Unnamed: 0,0,1,2,3,4
0,4.544563,2.145763,0.157586,0.231989,0.184986
1,0.779795,0.665149,0.03416,0.098775,0.0
2,3.320221,2.68587,2.939453,1.956289,1.294313
3,3.04355,0.979057,0.17008,1.601921,0.0
4,2.457001,2.103316,2.272339,2.325669,0.68506


In [24]:
#get true rating values for the test data
y_true = test_data['rating'].values

#get predicted ratings
def predicted_ratings(uID, mID, predicted_ratings_matrix):
    #if uID and mID is not NaN, get predicted ratings
    if not np.isnan(uID) and not np.isnan(mID):
        return predicted_ratings_matrix[int(uID), int(mID)]
    else:
        return 0

y_pred = test_data.apply(lambda row: predicted_ratings(row['uID'], row['mID'], pred_rating_matrix), axis=1)

# Calculate the RMSE
rmse = root_mean_squared_error(y_true, y_pred)
round(rmse,3)

np.float64(2.861)

### 2. Discuss the results and why sklearn's non-negative matrix facorization library did not work well compared to simple baseline or similarity-based methods we’ve done in Module 3. Can you suggest a way(s) to fix it? [10 pts]

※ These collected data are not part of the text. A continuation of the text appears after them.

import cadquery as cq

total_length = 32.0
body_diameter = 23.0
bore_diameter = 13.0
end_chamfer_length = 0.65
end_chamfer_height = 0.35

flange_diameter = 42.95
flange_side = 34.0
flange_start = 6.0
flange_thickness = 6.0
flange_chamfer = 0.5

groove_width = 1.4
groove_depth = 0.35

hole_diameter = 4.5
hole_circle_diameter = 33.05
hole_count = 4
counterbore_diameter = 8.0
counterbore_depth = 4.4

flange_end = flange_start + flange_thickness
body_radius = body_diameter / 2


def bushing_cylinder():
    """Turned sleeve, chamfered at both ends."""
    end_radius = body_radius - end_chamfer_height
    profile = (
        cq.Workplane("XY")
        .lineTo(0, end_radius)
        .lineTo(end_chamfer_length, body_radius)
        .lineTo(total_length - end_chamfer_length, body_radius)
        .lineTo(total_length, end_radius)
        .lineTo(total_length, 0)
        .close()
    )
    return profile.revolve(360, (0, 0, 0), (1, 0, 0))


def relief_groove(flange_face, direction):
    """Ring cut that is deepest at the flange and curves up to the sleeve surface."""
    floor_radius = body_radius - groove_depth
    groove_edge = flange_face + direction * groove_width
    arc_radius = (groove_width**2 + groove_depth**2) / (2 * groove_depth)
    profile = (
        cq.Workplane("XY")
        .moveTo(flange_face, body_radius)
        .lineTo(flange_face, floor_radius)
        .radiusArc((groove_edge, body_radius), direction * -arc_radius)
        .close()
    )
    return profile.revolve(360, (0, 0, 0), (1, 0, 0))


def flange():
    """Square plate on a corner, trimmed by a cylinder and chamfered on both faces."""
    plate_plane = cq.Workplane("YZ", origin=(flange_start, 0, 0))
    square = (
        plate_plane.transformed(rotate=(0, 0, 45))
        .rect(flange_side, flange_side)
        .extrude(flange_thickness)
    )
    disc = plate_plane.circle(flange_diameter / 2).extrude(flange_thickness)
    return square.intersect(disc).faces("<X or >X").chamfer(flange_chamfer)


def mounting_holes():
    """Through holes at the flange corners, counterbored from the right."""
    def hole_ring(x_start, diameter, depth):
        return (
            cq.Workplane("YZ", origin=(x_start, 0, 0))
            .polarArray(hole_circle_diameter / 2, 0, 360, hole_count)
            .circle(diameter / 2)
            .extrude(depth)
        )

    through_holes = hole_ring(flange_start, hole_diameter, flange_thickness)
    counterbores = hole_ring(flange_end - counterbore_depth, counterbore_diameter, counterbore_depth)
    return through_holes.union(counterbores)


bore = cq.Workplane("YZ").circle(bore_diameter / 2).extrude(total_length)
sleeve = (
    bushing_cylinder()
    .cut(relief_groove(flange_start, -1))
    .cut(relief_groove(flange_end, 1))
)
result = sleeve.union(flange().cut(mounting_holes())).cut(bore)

Now that we have predicted ratings on the test set, we can see that a RMSE of ~2.861 was achieved. This is the average of differences between the true ratings and predicted ratings (lower value = more accurate predictions). In this case, this is a relatively high error value. Keeping in mind that the rating scales are between 0 and 5, an RMSE of 2.861 could be the difference between rating a movie as "good" and rating a movie as "bad". 

Based on this result, it is evident that the NMF library didn't achieve the same results compared to the simple baseline or similarity-based methods from Module 3. One possible reason this might be is in the process of determining eigenvectors in the respective matrices of these methods. These matrices may convey more information in their eigenvectors and thus, improve model performance.

NMF is not ideal for filling in missing values. NMF takes a matrix and creates two matrices that result in the product of the initial matrix. This allows for a higher threshold of error to enter the model. Decreasing the RMSE may be possible in some ways, although it would be expected that it would not be reduced by much. It is possible that hyperparameter tuning could reduce the RMSE and increase model performance. In some cases (perhaps not this one), dimensionality reduction techniques might be of interest.